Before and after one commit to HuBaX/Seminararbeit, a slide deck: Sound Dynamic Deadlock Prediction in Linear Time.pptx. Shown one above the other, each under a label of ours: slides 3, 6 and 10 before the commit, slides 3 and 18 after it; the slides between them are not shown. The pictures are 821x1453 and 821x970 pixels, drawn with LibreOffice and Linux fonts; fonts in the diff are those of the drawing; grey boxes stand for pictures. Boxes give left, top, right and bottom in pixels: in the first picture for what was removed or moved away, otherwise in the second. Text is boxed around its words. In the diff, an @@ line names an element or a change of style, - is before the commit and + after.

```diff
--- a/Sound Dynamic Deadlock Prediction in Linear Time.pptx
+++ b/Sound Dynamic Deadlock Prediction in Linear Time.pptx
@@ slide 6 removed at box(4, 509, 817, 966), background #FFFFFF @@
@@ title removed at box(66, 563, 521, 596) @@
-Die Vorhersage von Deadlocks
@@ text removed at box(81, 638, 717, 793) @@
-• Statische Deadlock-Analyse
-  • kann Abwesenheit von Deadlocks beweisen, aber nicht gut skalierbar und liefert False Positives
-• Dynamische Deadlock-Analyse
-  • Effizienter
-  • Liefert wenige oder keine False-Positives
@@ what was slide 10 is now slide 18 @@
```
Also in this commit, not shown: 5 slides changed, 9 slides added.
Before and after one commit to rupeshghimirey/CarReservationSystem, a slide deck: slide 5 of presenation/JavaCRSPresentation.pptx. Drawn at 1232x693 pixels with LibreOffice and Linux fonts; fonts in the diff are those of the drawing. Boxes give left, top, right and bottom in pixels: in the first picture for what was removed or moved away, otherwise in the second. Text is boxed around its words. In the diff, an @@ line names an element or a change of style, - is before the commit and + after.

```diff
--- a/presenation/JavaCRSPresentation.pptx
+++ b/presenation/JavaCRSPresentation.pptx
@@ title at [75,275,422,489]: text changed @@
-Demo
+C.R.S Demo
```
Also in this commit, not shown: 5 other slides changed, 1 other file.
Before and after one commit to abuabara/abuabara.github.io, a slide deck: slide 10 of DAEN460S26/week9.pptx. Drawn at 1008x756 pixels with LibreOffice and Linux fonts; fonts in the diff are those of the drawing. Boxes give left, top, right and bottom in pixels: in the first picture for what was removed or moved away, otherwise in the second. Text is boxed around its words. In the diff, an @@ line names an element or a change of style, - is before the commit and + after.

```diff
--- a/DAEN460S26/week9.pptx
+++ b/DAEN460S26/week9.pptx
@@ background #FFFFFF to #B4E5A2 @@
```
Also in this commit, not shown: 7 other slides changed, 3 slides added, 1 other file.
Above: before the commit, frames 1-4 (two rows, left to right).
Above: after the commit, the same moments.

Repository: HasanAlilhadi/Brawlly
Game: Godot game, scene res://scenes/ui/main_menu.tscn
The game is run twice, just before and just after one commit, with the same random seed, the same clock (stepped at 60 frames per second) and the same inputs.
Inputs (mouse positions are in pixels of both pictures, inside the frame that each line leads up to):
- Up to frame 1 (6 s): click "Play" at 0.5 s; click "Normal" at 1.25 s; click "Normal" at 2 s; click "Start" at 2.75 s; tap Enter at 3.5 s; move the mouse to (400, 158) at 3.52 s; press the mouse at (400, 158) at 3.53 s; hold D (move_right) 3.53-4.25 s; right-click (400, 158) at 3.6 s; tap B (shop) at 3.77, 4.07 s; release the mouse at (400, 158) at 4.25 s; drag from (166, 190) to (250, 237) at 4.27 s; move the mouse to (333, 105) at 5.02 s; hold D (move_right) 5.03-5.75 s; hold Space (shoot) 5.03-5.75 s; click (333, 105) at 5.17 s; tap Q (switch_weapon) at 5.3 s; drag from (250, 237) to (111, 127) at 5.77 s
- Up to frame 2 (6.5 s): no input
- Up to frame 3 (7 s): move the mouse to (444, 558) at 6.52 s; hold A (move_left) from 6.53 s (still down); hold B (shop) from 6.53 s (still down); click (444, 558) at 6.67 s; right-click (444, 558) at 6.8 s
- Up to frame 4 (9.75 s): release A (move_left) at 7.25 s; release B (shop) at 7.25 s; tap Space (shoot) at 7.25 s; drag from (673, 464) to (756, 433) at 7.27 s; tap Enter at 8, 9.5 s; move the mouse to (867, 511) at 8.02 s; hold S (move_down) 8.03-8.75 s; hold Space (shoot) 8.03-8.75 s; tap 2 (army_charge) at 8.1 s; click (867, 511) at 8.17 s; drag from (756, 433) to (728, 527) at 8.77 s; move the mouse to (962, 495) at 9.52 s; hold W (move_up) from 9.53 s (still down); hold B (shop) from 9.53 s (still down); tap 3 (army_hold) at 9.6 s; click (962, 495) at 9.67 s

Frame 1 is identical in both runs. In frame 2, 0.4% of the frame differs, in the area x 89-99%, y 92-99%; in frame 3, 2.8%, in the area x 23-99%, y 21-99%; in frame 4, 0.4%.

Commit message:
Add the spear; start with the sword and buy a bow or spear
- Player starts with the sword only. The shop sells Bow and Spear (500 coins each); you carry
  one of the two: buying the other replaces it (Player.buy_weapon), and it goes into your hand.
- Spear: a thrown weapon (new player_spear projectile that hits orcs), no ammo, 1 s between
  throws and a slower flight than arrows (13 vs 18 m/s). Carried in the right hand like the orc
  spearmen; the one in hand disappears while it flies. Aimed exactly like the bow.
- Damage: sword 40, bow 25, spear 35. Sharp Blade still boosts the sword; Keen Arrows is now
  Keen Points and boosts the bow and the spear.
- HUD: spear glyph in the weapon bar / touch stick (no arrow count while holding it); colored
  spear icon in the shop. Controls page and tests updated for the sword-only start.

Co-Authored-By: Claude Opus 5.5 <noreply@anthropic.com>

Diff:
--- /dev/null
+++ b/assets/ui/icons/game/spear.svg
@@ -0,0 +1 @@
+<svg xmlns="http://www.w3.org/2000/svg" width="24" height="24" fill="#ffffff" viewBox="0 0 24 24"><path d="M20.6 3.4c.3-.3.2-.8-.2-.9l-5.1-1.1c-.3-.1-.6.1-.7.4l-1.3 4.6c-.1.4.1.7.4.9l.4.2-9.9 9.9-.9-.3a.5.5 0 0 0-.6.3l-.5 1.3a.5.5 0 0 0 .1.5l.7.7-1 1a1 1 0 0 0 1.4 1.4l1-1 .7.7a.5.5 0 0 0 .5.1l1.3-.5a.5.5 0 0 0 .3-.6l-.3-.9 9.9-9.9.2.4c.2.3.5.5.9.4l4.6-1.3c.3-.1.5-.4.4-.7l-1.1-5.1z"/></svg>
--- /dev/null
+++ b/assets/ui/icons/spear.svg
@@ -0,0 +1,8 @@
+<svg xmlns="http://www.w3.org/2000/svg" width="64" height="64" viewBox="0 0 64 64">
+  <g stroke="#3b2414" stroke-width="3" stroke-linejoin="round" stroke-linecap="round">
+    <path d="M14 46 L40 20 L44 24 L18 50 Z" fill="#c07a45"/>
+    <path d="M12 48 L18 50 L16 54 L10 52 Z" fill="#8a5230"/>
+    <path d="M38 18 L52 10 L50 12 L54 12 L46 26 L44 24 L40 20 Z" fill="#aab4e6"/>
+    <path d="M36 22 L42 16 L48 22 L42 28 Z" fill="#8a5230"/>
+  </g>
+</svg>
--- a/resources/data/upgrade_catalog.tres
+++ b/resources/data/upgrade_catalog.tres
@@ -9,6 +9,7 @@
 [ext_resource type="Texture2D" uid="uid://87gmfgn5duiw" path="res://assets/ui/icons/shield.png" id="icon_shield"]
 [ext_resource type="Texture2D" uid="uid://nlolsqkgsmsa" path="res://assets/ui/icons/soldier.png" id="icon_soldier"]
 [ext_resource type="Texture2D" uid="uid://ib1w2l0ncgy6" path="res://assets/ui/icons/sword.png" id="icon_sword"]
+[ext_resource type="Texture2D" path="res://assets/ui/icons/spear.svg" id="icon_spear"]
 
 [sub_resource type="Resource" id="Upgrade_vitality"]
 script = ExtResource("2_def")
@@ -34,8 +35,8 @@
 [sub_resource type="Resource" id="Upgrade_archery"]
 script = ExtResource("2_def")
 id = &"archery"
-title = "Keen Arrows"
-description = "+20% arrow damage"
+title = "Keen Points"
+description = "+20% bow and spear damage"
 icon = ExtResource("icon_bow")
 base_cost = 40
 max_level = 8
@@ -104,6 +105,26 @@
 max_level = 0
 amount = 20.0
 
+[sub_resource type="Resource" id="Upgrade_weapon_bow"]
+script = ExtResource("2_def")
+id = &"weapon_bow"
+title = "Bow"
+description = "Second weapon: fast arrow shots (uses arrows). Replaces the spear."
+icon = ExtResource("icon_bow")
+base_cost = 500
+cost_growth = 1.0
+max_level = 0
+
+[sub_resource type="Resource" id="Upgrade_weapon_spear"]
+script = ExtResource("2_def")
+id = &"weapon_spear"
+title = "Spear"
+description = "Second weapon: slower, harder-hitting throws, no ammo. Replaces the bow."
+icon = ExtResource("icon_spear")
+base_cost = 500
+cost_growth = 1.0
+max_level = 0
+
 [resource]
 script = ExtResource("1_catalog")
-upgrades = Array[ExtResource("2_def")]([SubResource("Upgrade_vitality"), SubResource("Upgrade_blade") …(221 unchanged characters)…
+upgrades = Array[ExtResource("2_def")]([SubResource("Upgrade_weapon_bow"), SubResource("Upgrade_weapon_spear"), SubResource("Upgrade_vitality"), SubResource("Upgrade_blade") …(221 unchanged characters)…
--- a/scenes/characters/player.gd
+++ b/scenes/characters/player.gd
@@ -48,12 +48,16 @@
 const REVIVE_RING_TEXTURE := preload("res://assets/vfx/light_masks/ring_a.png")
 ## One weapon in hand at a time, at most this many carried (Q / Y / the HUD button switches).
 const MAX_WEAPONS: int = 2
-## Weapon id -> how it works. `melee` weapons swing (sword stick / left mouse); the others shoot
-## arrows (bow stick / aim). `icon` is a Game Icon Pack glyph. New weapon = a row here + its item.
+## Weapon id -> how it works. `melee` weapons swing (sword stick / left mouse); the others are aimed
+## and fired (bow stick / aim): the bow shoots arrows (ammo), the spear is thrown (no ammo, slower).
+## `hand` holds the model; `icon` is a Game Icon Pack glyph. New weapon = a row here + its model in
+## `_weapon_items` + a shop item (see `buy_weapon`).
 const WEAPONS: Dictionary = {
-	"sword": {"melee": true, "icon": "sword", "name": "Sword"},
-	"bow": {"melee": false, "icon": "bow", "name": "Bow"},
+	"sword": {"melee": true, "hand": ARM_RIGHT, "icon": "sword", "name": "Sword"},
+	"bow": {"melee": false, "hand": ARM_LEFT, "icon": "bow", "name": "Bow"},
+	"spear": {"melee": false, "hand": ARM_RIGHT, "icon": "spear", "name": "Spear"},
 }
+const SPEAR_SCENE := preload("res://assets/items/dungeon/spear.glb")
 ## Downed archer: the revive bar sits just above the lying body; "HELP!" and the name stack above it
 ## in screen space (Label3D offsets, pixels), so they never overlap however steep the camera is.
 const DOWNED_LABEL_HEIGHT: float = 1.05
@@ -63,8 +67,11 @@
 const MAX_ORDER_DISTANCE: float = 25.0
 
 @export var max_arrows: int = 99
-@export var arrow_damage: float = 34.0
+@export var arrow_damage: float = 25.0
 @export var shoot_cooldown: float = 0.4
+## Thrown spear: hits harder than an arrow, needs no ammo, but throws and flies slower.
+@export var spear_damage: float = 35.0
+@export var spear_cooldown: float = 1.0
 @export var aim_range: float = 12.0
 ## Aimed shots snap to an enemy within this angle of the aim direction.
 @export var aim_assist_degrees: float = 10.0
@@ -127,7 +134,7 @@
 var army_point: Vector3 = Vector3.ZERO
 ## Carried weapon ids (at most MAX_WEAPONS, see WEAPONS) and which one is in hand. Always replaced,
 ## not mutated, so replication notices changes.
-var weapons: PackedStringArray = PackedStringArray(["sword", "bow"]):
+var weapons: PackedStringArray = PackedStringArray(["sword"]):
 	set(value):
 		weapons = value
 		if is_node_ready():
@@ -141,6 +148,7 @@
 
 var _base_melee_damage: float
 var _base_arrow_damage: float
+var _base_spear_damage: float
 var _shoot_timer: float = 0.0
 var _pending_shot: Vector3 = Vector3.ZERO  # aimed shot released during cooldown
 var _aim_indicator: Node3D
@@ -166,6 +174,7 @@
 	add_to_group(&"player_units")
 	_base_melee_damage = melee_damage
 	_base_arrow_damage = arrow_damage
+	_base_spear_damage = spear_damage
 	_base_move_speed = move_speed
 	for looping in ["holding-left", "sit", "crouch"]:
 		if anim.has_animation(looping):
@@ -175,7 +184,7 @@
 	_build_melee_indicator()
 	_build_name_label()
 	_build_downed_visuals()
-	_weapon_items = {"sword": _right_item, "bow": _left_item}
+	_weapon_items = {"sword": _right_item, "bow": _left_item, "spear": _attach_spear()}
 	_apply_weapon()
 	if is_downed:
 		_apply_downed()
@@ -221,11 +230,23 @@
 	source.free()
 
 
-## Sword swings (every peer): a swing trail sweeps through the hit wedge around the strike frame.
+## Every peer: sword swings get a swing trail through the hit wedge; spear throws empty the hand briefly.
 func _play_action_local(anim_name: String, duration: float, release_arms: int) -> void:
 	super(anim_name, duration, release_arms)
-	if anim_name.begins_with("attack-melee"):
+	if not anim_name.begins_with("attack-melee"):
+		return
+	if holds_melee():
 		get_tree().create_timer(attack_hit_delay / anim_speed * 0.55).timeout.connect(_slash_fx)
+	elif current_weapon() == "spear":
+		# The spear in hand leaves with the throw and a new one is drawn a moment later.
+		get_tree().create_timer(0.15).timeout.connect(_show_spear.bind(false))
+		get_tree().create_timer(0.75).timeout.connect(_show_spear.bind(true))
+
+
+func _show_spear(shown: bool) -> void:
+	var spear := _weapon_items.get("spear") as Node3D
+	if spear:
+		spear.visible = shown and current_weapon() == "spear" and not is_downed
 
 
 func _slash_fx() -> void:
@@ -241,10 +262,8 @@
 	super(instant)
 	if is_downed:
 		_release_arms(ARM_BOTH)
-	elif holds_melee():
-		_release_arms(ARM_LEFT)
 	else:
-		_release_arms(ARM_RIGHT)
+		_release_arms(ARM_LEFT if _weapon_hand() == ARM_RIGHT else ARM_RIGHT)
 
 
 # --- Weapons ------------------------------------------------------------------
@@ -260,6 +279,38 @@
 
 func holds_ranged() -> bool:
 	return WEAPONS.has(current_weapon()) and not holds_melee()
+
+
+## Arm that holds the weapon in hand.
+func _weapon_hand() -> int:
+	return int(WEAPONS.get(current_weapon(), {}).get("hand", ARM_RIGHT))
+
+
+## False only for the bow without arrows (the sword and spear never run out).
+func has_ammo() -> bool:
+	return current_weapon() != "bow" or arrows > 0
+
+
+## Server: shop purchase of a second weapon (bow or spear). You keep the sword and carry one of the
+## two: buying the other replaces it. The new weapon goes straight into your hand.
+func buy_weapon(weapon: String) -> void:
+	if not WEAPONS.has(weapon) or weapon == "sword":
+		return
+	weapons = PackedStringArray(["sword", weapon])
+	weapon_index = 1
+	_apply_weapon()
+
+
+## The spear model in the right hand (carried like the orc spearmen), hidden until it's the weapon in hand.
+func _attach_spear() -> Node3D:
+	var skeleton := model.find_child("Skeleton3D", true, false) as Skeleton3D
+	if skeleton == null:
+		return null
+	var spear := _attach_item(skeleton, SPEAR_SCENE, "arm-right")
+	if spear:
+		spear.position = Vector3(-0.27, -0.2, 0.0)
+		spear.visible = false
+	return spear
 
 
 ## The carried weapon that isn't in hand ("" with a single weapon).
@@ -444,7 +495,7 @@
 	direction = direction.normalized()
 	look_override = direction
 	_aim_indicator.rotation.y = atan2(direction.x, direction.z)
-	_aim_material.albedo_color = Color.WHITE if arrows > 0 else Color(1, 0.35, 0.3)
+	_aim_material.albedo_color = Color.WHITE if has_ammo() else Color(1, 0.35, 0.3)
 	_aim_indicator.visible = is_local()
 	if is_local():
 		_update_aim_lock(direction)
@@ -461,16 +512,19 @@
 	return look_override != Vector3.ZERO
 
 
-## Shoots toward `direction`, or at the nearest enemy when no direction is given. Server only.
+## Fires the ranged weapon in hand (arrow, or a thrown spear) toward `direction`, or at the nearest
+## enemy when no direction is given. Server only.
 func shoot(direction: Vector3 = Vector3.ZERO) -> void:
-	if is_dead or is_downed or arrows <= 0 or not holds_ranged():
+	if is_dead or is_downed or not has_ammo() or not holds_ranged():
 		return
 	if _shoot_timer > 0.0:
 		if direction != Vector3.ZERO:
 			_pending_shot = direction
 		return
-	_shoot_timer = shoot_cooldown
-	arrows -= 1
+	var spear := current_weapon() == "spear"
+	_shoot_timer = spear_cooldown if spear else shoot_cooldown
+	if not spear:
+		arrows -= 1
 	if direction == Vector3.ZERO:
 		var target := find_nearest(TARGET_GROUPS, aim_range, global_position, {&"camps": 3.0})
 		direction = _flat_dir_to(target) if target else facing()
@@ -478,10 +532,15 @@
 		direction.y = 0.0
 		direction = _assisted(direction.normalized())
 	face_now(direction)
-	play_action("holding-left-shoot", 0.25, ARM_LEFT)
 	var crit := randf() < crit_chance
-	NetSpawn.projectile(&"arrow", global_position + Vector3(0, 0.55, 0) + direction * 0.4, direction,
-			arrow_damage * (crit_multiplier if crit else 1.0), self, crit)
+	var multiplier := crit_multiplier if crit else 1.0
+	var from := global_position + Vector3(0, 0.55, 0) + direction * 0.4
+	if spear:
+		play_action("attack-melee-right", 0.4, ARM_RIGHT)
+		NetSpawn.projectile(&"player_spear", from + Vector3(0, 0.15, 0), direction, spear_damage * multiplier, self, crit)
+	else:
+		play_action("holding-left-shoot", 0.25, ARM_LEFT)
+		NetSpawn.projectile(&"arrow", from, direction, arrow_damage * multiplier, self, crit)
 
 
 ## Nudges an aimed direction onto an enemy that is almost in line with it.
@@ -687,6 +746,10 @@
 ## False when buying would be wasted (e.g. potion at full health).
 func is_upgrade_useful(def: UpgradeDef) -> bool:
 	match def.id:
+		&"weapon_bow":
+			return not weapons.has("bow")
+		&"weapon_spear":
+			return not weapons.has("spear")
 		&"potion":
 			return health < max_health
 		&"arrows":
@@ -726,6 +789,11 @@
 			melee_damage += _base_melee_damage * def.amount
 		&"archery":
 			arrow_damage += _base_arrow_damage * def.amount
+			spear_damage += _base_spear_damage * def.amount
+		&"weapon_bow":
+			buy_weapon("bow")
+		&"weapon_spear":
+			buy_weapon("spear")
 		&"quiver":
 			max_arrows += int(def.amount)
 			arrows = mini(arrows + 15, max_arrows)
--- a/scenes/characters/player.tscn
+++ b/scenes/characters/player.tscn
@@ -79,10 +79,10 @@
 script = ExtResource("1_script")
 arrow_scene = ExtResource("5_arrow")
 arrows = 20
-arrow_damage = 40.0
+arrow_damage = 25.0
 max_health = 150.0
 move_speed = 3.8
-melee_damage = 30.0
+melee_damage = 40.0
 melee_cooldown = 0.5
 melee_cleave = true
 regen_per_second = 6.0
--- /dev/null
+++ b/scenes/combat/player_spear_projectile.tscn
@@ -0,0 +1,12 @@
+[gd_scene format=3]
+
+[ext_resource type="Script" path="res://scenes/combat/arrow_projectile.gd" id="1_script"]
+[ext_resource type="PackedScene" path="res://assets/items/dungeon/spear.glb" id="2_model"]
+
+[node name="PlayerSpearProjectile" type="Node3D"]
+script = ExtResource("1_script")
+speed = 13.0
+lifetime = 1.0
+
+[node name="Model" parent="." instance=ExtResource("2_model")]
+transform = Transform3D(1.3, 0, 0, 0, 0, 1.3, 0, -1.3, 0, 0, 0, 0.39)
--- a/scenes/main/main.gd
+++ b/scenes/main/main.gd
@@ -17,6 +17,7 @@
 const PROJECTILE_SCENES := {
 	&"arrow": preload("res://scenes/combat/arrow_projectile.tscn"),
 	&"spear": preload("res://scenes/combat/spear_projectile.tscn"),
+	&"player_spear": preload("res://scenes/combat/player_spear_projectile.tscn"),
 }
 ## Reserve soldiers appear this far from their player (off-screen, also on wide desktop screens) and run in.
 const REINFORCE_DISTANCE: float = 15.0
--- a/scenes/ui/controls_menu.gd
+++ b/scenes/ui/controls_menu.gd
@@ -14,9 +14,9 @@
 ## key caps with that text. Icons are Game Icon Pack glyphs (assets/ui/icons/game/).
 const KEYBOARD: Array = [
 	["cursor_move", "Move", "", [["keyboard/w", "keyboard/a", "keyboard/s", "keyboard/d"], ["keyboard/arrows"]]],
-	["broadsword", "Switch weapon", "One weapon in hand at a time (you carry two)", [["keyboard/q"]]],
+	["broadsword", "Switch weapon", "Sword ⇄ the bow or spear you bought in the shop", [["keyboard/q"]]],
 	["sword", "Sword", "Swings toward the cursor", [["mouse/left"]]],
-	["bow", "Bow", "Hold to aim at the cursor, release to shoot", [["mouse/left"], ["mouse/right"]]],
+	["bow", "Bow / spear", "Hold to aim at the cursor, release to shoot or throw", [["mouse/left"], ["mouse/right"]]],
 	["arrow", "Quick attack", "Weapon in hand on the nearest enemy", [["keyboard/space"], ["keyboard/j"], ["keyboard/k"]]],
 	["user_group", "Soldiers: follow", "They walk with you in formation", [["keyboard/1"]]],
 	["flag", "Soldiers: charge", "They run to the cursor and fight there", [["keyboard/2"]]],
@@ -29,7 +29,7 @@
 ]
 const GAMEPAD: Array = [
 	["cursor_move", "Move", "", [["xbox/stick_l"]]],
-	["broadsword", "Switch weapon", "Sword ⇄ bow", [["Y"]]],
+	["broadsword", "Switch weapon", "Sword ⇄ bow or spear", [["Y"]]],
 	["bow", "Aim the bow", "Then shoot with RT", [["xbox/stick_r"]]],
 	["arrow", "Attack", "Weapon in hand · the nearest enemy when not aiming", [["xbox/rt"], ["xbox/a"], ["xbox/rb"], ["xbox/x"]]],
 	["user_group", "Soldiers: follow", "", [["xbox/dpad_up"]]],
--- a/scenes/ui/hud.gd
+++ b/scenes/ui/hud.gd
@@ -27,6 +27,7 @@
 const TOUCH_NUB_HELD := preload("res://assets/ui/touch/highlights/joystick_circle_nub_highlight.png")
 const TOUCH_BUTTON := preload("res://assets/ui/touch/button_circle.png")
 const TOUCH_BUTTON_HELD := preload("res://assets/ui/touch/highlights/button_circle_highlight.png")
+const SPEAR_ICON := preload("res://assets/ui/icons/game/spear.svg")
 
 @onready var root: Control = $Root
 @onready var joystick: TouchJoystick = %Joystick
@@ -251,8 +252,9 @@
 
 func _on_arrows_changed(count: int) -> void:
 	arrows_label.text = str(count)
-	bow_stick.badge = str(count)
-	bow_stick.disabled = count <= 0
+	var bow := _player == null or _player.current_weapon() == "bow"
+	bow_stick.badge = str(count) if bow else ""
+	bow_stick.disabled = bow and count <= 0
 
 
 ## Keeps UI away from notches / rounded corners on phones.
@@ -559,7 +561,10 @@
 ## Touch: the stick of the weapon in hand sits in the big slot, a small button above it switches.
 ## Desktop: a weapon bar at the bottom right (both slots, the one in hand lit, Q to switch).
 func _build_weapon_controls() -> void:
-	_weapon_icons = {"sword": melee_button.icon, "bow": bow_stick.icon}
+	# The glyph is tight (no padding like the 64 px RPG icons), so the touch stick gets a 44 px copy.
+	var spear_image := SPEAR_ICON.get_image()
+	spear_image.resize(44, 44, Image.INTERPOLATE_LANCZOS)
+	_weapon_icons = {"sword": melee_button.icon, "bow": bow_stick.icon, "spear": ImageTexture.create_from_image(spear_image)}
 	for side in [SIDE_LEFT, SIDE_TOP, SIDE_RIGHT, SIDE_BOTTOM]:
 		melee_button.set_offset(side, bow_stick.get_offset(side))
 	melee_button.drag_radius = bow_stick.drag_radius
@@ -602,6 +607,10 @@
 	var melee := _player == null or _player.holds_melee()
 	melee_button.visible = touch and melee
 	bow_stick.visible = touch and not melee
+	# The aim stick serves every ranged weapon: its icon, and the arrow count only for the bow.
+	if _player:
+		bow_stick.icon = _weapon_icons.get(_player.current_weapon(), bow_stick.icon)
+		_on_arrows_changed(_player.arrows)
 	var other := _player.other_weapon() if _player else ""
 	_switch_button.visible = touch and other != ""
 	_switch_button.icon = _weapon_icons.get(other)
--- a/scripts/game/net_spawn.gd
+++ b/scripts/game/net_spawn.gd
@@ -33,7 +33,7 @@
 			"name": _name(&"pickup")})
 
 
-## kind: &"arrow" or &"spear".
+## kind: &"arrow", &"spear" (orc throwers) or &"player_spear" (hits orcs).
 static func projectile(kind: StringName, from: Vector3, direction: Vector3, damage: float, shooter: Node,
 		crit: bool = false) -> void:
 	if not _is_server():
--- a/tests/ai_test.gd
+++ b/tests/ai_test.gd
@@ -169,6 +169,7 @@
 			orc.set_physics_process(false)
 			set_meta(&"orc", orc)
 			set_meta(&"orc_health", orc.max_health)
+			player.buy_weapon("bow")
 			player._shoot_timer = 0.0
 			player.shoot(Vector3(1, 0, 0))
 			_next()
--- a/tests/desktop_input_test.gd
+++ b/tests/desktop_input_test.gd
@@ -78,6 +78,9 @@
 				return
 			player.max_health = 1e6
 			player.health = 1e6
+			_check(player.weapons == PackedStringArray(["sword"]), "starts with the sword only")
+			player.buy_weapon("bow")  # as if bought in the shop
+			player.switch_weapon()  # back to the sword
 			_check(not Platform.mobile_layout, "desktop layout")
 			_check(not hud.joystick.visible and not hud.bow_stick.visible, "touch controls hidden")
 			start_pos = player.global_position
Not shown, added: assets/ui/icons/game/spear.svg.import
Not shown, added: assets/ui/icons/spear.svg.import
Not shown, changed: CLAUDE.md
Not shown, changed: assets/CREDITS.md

### EXERCISE REQUIREMENTS
Pull every line containing "otherwise" from the material above.

### FINISHED EXERCISE
Before and after one commit to HuBaX/Seminararbeit, a slide deck: Sound Dynamic Deadlock Prediction in Linear Time.pptx. Shown one above the other, each under a label of ours: slides 3, 6 and 10 before the commit, slides 3 and 18 after it; the slides between them are not shown. The pictures are 821x1453 and 821x970 pixels, drawn with LibreOffice and Linux fonts; fonts in the diff are those of the drawing; grey boxes stand for pictures. Boxes give left, top, right and bottom in pixels: in the first picture for what was removed or moved away, otherwise in the second. Text is boxed around its words. In the diff, an @@ line names an element or a change of style, - is before the commit and + after.
Before and after one commit to rupeshghimirey/CarReservationSystem, a slide deck: slide 5 of presenation/JavaCRSPresentation.pptx. Drawn at 1232x693 pixels with LibreOffice and Linux fonts; fonts in the diff are those of the drawing. Boxes give left, top, right and bottom in pixels: in the first picture for what was removed or moved away, otherwise in the second. Text is boxed around its words. In the diff, an @@ line names an element or a change of style, - is before the commit and + after.
Before and after one commit to abuabara/abuabara.github.io, a slide deck: slide 10 of DAEN460S26/week9.pptx. Drawn at 1008x756 pixels with LibreOffice and Linux fonts; fonts in the diff are those of the drawing. Boxes give left, top, right and bottom in pixels: in the first picture for what was removed or moved away, otherwise in the second. Text is boxed around its words. In the diff, an @@ line names an element or a change of style, - is before the commit and + after.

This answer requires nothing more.